Reina roja (Antonia Scott, #1) – Juan Gómez-Jurado

3. Dos paramédicos del SAMUR están inclinados sobre una camilla. Los brazos de uno apretados contra el pecho del herido, las manos del otro colocando una mascarilla sobre su cara. Las luces de la ambulancia que ya parte hacia el hospital con Cervera en su interior enmarcan los rostros de los paramédicos con un brillo sobrenatural.

4. Un bombero, la cara cubierta por la máscara de oxígeno, arrastra un cadáver, que se reunirá con los otros tres que hay fuera alineados sobre la acera, cubiertos por mantas isotérmicas de color plateado. En lugar de devolver los reflejos de las luces estroboscópicas de los coches de la policía o del camión de bomberos, la cara aluminizada de la manta parece absorberlos. Como si los cuerpos que hay bajo ellas intentaran extraer un último hálito de vida del aire que les rodea.

5. Antonia se agacha para recoger una medalla que hay caída en el suelo. Sus dedos la están rozando. Los paramédicos se la han arrancado al capitán Parra sin darse cuenta cuando le hacían la reanimación cardiopulmonar. Un agente habla con Jon sobre la actuación del capitán. Jon tiene el rostro desencajado. El agente tiene los labios extendidos hacia delante —como si se preparara a dar un beso—. Están formando la cuarta letra de la palabra héroe.

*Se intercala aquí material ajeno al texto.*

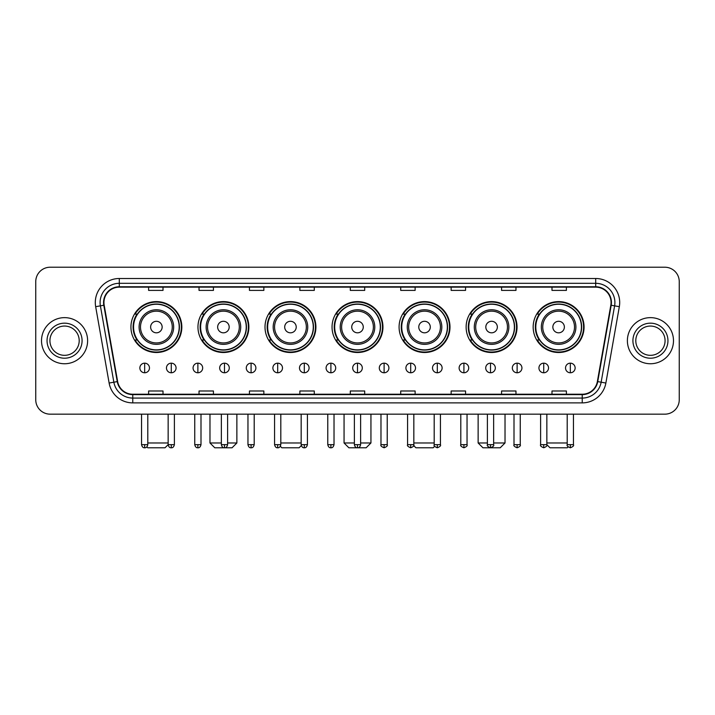 <?xml version="1.0" encoding="UTF-8"?>
<svg xmlns="http://www.w3.org/2000/svg" width="715" height="715" viewBox="0 0 715 715"><rect width="100%" height="100%" fill="white"/><g stroke="black" fill="none" stroke-linecap="round" stroke-linejoin="round"><path stroke-width="1.07" d="M533.167 327.05A25.454 25.454 0 0 0 558.621 352.504A25.454 25.454 0 0 0 584.066 327.05A25.454 25.454 0 0 0 558.621 301.605A25.454 25.454 0 0 0 533.167 327.05M466.126 327.05A25.454 25.454 0 0 0 491.58 352.504A25.454 25.454 0 0 0 517.034 327.05A25.454 25.454 0 0 0 491.58 301.605A25.454 25.454 0 0 0 466.126 327.05M399.086 327.05A25.454 25.454 0 0 0 424.54 352.504A25.454 25.454 0 0 0 449.994 327.05A25.454 25.454 0 0 0 424.54 301.605A25.454 25.454 0 0 0 399.086 327.05M332.046 327.05A25.454 25.454 0 0 0 357.5 352.504A25.454 25.454 0 0 0 382.954 327.05A25.454 25.454 0 0 0 357.5 301.605A25.454 25.454 0 0 0 332.046 327.05M265.006 327.05A25.454 25.454 0 0 0 290.46 352.504A25.454 25.454 0 0 0 315.914 327.05A25.454 25.454 0 0 0 290.46 301.605A25.454 25.454 0 0 0 265.006 327.05M197.966 327.05A25.454 25.454 0 0 0 223.42 352.504A25.454 25.454 0 0 0 248.874 327.05A25.454 25.454 0 0 0 223.42 301.605A25.454 25.454 0 0 0 197.966 327.05M130.934 327.05A25.454 25.454 0 0 0 156.379 352.504A25.454 25.454 0 0 0 181.833 327.05A25.454 25.454 0 0 0 156.379 301.605A25.454 25.454 0 0 0 130.934 327.05M137.039 340.018A23.291 23.291 0 0 1 137.039 314.091M204.07 340.018A23.291 23.291 0 0 1 204.07 314.091M271.11 340.018A23.291 23.291 0 0 1 271.11 314.091M338.15 340.018A23.291 23.291 0 0 1 338.15 314.091M405.191 340.018A23.291 23.291 0 0 1 405.191 314.091M472.231 340.018A23.291 23.291 0 0 1 472.231 314.091M539.271 340.018A23.291 23.291 0 0 1 539.271 314.091M35.75 281.621L35.75 399.757A14.407 14.407 0 0 0 50.157 414.164L664.843 414.164A14.407 14.407 0 0 0 679.25 399.757L679.25 281.621A14.407 14.407 0 0 0 664.843 267.222L50.157 267.222A14.407 14.407 0 0 0 35.75 281.621L35.75 399.757M41.515 340.689A23.05 23.05 0 0 0 64.564 363.747A23.05 23.05 0 0 0 87.614 340.689A23.05 23.05 0 0 0 64.564 317.639A23.05 23.05 0 0 0 41.515 340.689A23.05 23.05 0 0 0 64.564 363.747A23.05 23.05 0 0 0 87.614 340.689A23.05 23.05 0 0 0 64.564 317.639A23.05 23.05 0 0 0 41.515 340.689M627.386 340.689A23.05 23.05 0 0 0 650.436 363.747A23.05 23.05 0 0 0 673.485 340.689A23.05 23.05 0 0 0 650.436 317.639A23.05 23.05 0 0 0 627.386 340.689A23.05 23.05 0 0 0 650.436 363.747A23.05 23.05 0 0 0 673.485 340.689A23.05 23.05 0 0 0 650.436 317.639A23.05 23.05 0 0 0 627.386 340.689M103.943 302.517A15.364 15.364 0 0 1 119.307 287.144L595.693 287.144A15.364 15.364 0 0 1 610.825 305.18L597.365 381.542A15.364 15.364 0 0 1 582.225 394.233L132.776 394.233A15.364 15.364 0 0 1 117.635 381.542L104.176 305.18A15.364 15.364 0 0 1 103.943 302.517M103.559 302.517A15.748 15.748 0 0 0 103.8 305.251L117.26 381.604A15.748 15.748 0 0 0 132.776 394.617L582.225 394.617A15.748 15.748 0 0 0 597.74 381.604L611.2 305.251A15.748 15.748 0 0 0 595.693 286.76L119.307 286.76A15.748 15.748 0 0 0 103.559 302.517M95.667 306.681A24.015 24.015 0 0 1 119.307 278.501L595.693 278.501A24.015 24.015 0 0 1 619.333 306.681L605.873 383.043A24.015 24.015 0 0 1 582.225 402.885L132.776 402.885A24.015 24.015 0 0 1 109.127 383.043L95.667 306.681L100.395 305.85A19.207 19.207 0 0 1 119.307 283.31L595.693 283.31A19.207 19.207 0 0 1 614.605 305.85L601.145 382.203A19.207 19.207 0 0 1 582.225 398.076L132.776 398.076A19.207 19.207 0 0 1 113.855 382.203L100.395 305.85A19.207 19.207 0 0 1 100.1 302.517M664.843 267.222L50.157 267.222M50.157 414.164L664.843 414.164M679.25 399.757L679.25 281.621M597.74 381.604L601.145 382.203L614.605 305.85L619.333 306.681M350.296 287.144L350.296 290.397L364.704 290.397L364.704 287.144M299.871 287.144L299.871 290.397L314.278 290.397L314.278 287.144M249.446 287.144L249.446 290.397L263.853 290.397L263.853 287.144M199.029 287.144L199.029 290.397L213.436 290.397L213.436 287.144M148.604 287.144L148.604 290.397L163.011 290.397L163.011 287.144M400.722 287.144L400.722 290.397L415.129 290.397L415.129 287.144M451.147 287.144L451.147 290.397L465.554 290.397L465.554 287.144M501.564 287.144L501.564 290.397L515.971 290.397L515.971 287.144M551.989 287.144L551.989 290.397L566.396 290.397L566.396 287.144M364.704 394.233L364.704 390.989L350.296 390.989L350.296 394.233M314.278 394.233L314.278 390.989L299.871 390.989L299.871 394.233M263.853 394.233L263.853 390.989L249.446 390.989L249.446 394.233M213.436 394.233L213.436 390.989L199.029 390.989L199.029 394.233M163.011 394.233L163.011 390.989L148.604 390.989L148.604 394.233M415.129 394.233L415.129 390.989L400.722 390.989L400.722 394.233M465.554 394.233L465.554 390.989L451.147 390.989L451.147 394.233M515.971 394.233L515.971 390.989L501.564 390.989L501.564 394.233M566.396 394.233L566.396 390.989L551.989 390.989L551.989 394.233M79.204 340.689A14.64 14.64 0 0 0 64.564 326.058A14.64 14.64 0 0 0 49.925 340.689A14.64 14.64 0 0 0 64.564 355.328A14.64 14.64 0 0 0 79.204 340.689A14.64 14.64 0 0 1 64.564 355.328A14.64 14.64 0 0 1 49.925 340.689M168.15 414.164L168.15 444.659C168.695 446.884 169.732 447.93 171.269 447.778L171.269 444.659L168.15 444.659L165.022 447.778L147.737 447.778L146.852 446.893M147.791 442.978L168.15 442.978M162.144 327.05A5.765 5.765 0 0 0 156.379 321.294A5.765 5.765 0 0 0 150.624 327.05A5.765 5.765 0 0 0 156.379 332.815A5.765 5.765 0 0 0 162.144 327.05M173.673 327.05A17.285 17.285 0 0 0 156.379 309.765A17.285 17.285 0 0 0 139.094 327.05A17.285 17.285 0 0 0 156.379 344.344A17.285 17.285 0 0 0 173.673 327.05A17.285 17.285 0 0 1 156.379 344.344A17.285 17.285 0 0 1 139.094 327.05M179.197 327.05A22.809 22.809 0 0 0 156.379 304.241A22.809 22.809 0 0 0 133.571 327.05A22.809 22.809 0 0 0 156.379 349.867A22.809 22.809 0 0 0 179.197 327.05M181.351 327.05A24.971 24.971 0 0 1 135.037 340.018L137.352 340.018A23.023 23.023 0 0 0 171.618 344.317A23.023 23.023 0 0 0 171.618 309.792A23.023 23.023 0 0 0 137.352 314.091L135.037 314.091A24.971 24.971 0 0 1 181.351 327.05M227.602 442.978L236.871 442.978L232.062 447.778L214.777 447.778L209.978 442.978L221.355 442.978M229.184 327.05A5.765 5.765 0 0 0 223.42 321.294A5.765 5.765 0 0 0 217.655 327.05A5.765 5.765 0 0 0 223.42 332.815A5.765 5.765 0 0 0 229.184 327.05M240.714 327.05A17.285 17.285 0 0 0 223.42 309.765A17.285 17.285 0 0 0 206.135 327.05A17.285 17.285 0 0 0 223.42 344.344A17.285 17.285 0 0 0 240.714 327.05A17.285 17.285 0 0 1 223.42 344.344A17.285 17.285 0 0 1 206.135 327.05M246.228 327.05A22.809 22.809 0 0 0 223.42 304.241A22.809 22.809 0 0 0 200.611 327.05A22.809 22.809 0 0 0 223.42 349.867A22.809 22.809 0 0 0 246.228 327.05M248.391 327.05A24.971 24.971 0 0 1 202.077 340.018L204.392 340.018A23.023 23.023 0 0 0 238.658 344.317A23.023 23.023 0 0 0 238.658 309.792A23.023 23.023 0 0 0 204.392 314.091L202.077 314.091A24.971 24.971 0 0 1 248.391 327.05M301.31 445.579L299.102 447.778L281.817 447.778L280.343 446.303M280.807 442.978L301.167 442.978M296.225 327.05A5.765 5.765 0 0 0 290.46 321.294A5.765 5.765 0 0 0 284.695 327.05A5.765 5.765 0 0 0 290.46 332.815A5.765 5.765 0 0 0 296.225 327.05M307.745 327.05A17.285 17.285 0 0 0 290.46 309.765A17.285 17.285 0 0 0 273.175 327.05A17.285 17.285 0 0 0 290.46 344.344A17.285 17.285 0 0 0 307.745 327.05A17.285 17.285 0 0 1 290.46 344.344A17.285 17.285 0 0 1 273.175 327.05M313.268 327.05A22.809 22.809 0 0 0 290.46 304.241A22.809 22.809 0 0 0 267.651 327.05A22.809 22.809 0 0 0 290.46 349.867A22.809 22.809 0 0 0 313.268 327.05M315.431 327.05A24.971 24.971 0 0 1 269.117 340.018L271.432 340.018A23.023 23.023 0 0 0 305.698 344.317A23.023 23.023 0 0 0 305.698 309.792A23.023 23.023 0 0 0 271.432 314.091L269.117 314.091A24.971 24.971 0 0 1 315.431 327.05M360.619 442.978L370.942 442.978L366.143 447.778L348.857 447.778L344.058 442.978L354.381 442.978M363.265 327.05A5.765 5.765 0 0 0 357.5 321.294A5.765 5.765 0 0 0 351.735 327.05A5.765 5.765 0 0 0 357.5 332.815A5.765 5.765 0 0 0 363.265 327.05M374.785 327.05A17.285 17.285 0 0 0 357.5 309.765A17.285 17.285 0 0 0 340.215 327.05A17.285 17.285 0 0 0 357.5 344.344A17.285 17.285 0 0 0 374.785 327.05A17.285 17.285 0 0 1 357.5 344.344A17.285 17.285 0 0 1 340.215 327.05M380.308 327.05A22.809 22.809 0 0 0 357.5 304.241A22.809 22.809 0 0 0 334.692 327.05A22.809 22.809 0 0 0 357.5 349.867A22.809 22.809 0 0 0 380.308 327.05M382.471 327.05A24.971 24.971 0 0 1 336.157 340.018L338.472 340.018A23.023 23.023 0 0 0 372.738 344.317A23.023 23.023 0 0 0 372.738 309.792A23.023 23.023 0 0 0 338.472 314.091L336.157 314.091A24.971 24.971 0 0 1 382.471 327.05M434.657 446.303L433.183 447.778L415.898 447.778L413.69 445.579M413.833 442.978L434.193 442.978M430.305 327.05A5.765 5.765 0 0 0 424.54 321.294A5.765 5.765 0 0 0 418.776 327.05A5.765 5.765 0 0 0 424.54 332.815A5.765 5.765 0 0 0 430.305 327.05M441.825 327.05A17.285 17.285 0 0 0 424.54 309.765A17.285 17.285 0 0 0 407.255 327.05A17.285 17.285 0 0 0 424.54 344.344A17.285 17.285 0 0 0 441.825 327.05A17.285 17.285 0 0 1 424.54 344.344A17.285 17.285 0 0 1 407.255 327.05M447.349 327.05A22.809 22.809 0 0 0 424.54 304.241A22.809 22.809 0 0 0 401.732 327.05A22.809 22.809 0 0 0 424.54 349.867A22.809 22.809 0 0 0 447.349 327.05M449.512 327.05A24.971 24.971 0 0 1 403.197 340.018L405.512 340.018A23.023 23.023 0 0 0 439.77 344.317A23.023 23.023 0 0 0 439.77 309.792A23.023 23.023 0 0 0 405.512 314.091L403.197 314.091A24.971 24.971 0 0 1 449.512 327.05M493.645 442.978L505.022 442.978L500.223 447.778L482.938 447.778L478.129 442.978L487.398 442.978M497.345 327.05A5.765 5.765 0 0 0 491.58 321.294A5.765 5.765 0 0 0 485.816 327.05A5.765 5.765 0 0 0 491.58 332.815A5.765 5.765 0 0 0 497.345 327.05M508.866 327.05A17.285 17.285 0 0 0 491.58 309.765A17.285 17.285 0 0 0 474.286 327.05A17.285 17.285 0 0 0 491.58 344.344A17.285 17.285 0 0 0 508.866 327.05A17.285 17.285 0 0 1 491.58 344.344A17.285 17.285 0 0 1 474.286 327.05M514.389 327.05A22.809 22.809 0 0 0 491.58 304.241A22.809 22.809 0 0 0 468.772 327.05A22.809 22.809 0 0 0 491.58 349.867A22.809 22.809 0 0 0 514.389 327.05M516.552 327.05A24.971 24.971 0 0 1 470.238 340.018L472.552 340.018A23.023 23.023 0 0 0 506.81 344.317A23.023 23.023 0 0 0 506.81 309.792A23.023 23.023 0 0 0 472.552 314.091L470.238 314.091A24.971 24.971 0 0 1 516.552 327.05M568.148 446.893L567.263 447.778L549.978 447.778L546.85 444.659L540.611 444.659C539.977 445.66 541.014 446.696 543.731 447.778L543.731 444.659M546.85 442.978L567.21 442.978M564.376 327.05A5.765 5.765 0 0 0 558.621 321.294A5.765 5.765 0 0 0 552.856 327.05A5.765 5.765 0 0 0 558.621 332.815A5.765 5.765 0 0 0 564.376 327.05M575.906 327.05A17.285 17.285 0 0 0 558.621 309.765A17.285 17.285 0 0 0 541.327 327.05A17.285 17.285 0 0 0 558.621 344.344A17.285 17.285 0 0 0 575.906 327.05A17.285 17.285 0 0 1 558.621 344.344A17.285 17.285 0 0 1 541.327 327.05M581.429 327.05A22.809 22.809 0 0 0 558.621 304.241A22.809 22.809 0 0 0 535.803 327.05A22.809 22.809 0 0 0 558.621 349.867A22.809 22.809 0 0 0 581.429 327.05M583.592 327.05A24.971 24.971 0 0 1 537.278 340.018L539.593 340.018A23.023 23.023 0 0 0 573.85 344.317A23.023 23.023 0 0 0 573.85 309.792A23.023 23.023 0 0 0 539.593 314.091L537.278 314.091A24.971 24.971 0 0 1 583.592 327.05M665.075 340.689A14.64 14.64 0 0 0 650.436 326.058A14.64 14.64 0 0 0 635.796 340.689A14.64 14.64 0 0 0 650.436 355.328A14.64 14.64 0 0 0 665.075 340.689A14.64 14.64 0 0 1 650.436 355.328A14.64 14.64 0 0 1 635.796 340.689M144.662 363.166A4.799 4.799 0 0 0 139.863 367.966A4.799 4.799 0 0 0 144.662 372.774A4.799 4.799 0 0 0 149.471 367.966A4.799 4.799 0 0 0 144.662 363.166L144.662 372.774A4.799 4.799 0 0 0 149.471 367.966A4.799 4.799 0 0 0 144.662 363.166M171.269 363.166A4.799 4.799 0 0 0 166.47 367.966A4.799 4.799 0 0 0 171.269 372.774A4.799 4.799 0 0 0 176.069 367.966A4.799 4.799 0 0 0 171.269 363.166L171.269 372.774A4.799 4.799 0 0 0 176.069 367.966A4.799 4.799 0 0 0 171.269 363.166M197.876 363.166A4.799 4.799 0 0 0 193.068 367.966A4.799 4.799 0 0 0 197.876 372.774A4.799 4.799 0 0 0 202.676 367.966A4.799 4.799 0 0 0 197.876 363.166L197.876 372.774A4.799 4.799 0 0 0 202.676 367.966A4.799 4.799 0 0 0 197.876 363.166M224.474 363.166A4.799 4.799 0 0 0 219.675 367.966A4.799 4.799 0 0 0 224.474 372.774A4.799 4.799 0 0 0 229.283 367.966A4.799 4.799 0 0 0 224.474 363.166L224.474 372.774A4.799 4.799 0 0 0 229.283 367.966A4.799 4.799 0 0 0 224.474 363.166M251.081 363.166A4.799 4.799 0 0 0 246.282 367.966A4.799 4.799 0 0 0 251.081 372.774A4.799 4.799 0 0 0 255.881 367.966A4.799 4.799 0 0 0 251.081 363.166L251.081 372.774A4.799 4.799 0 0 0 255.881 367.966A4.799 4.799 0 0 0 251.081 363.166M277.688 363.166A4.799 4.799 0 0 0 272.889 367.966A4.799 4.799 0 0 0 277.688 372.774A4.799 4.799 0 0 0 282.488 367.966A4.799 4.799 0 0 0 277.688 363.166L277.688 372.774A4.799 4.799 0 0 0 282.488 367.966A4.799 4.799 0 0 0 277.688 363.166M304.295 363.166A4.799 4.799 0 0 0 299.487 367.966A4.799 4.799 0 0 0 304.295 372.774A4.799 4.799 0 0 0 309.094 367.966A4.799 4.799 0 0 0 304.295 363.166L304.295 372.774A4.799 4.799 0 0 0 309.094 367.966A4.799 4.799 0 0 0 304.295 363.166M330.893 363.166A4.799 4.799 0 0 0 326.094 367.966A4.799 4.799 0 0 0 330.893 372.774A4.799 4.799 0 0 0 335.701 367.966A4.799 4.799 0 0 0 330.893 363.166L330.893 372.774A4.799 4.799 0 0 0 335.701 367.966A4.799 4.799 0 0 0 330.893 363.166M357.5 363.166A4.799 4.799 0 0 0 352.701 367.966A4.799 4.799 0 0 0 357.5 372.774A4.799 4.799 0 0 0 362.299 367.966A4.799 4.799 0 0 0 357.5 363.166L357.5 372.774A4.799 4.799 0 0 0 362.299 367.966A4.799 4.799 0 0 0 357.5 363.166M384.107 363.166A4.799 4.799 0 0 0 379.299 367.966A4.799 4.799 0 0 0 384.107 372.774A4.799 4.799 0 0 0 388.906 367.966A4.799 4.799 0 0 0 384.107 363.166L384.107 372.774A4.799 4.799 0 0 0 388.906 367.966A4.799 4.799 0 0 0 384.107 363.166M410.705 363.166A4.799 4.799 0 0 0 405.906 367.966A4.799 4.799 0 0 0 410.705 372.774A4.799 4.799 0 0 0 415.513 367.966A4.799 4.799 0 0 0 410.705 363.166L410.705 372.774A4.799 4.799 0 0 0 415.513 367.966A4.799 4.799 0 0 0 410.705 363.166M437.312 363.166A4.799 4.799 0 0 0 432.512 367.966A4.799 4.799 0 0 0 437.312 372.774A4.799 4.799 0 0 0 442.111 367.966A4.799 4.799 0 0 0 437.312 363.166L437.312 372.774A4.799 4.799 0 0 0 442.111 367.966A4.799 4.799 0 0 0 437.312 363.166M463.919 363.166A4.799 4.799 0 0 0 459.119 367.966A4.799 4.799 0 0 0 463.919 372.774A4.799 4.799 0 0 0 468.718 367.966A4.799 4.799 0 0 0 463.919 363.166L463.919 372.774A4.799 4.799 0 0 0 468.718 367.966A4.799 4.799 0 0 0 463.919 363.166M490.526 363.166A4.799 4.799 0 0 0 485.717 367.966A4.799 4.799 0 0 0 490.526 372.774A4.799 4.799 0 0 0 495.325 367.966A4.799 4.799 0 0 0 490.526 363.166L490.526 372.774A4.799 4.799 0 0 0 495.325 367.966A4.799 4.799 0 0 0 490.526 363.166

6. Antonia llora, un antebrazo apoyado en la ventanilla del coche, la mano izquierda apartando el brazo de Jon que se dirige a consolarla, aunque sin mirarla. Jon sigue con la vista clavada en el lugar por el que la ambulancia del SAMUR se ha llevado al capitán Parra. Está empezando a llover, una lluvia tenue y fina que no logrará borrar las manchas de sangre de la acera, sólo mantenerlas frescas más tiempo.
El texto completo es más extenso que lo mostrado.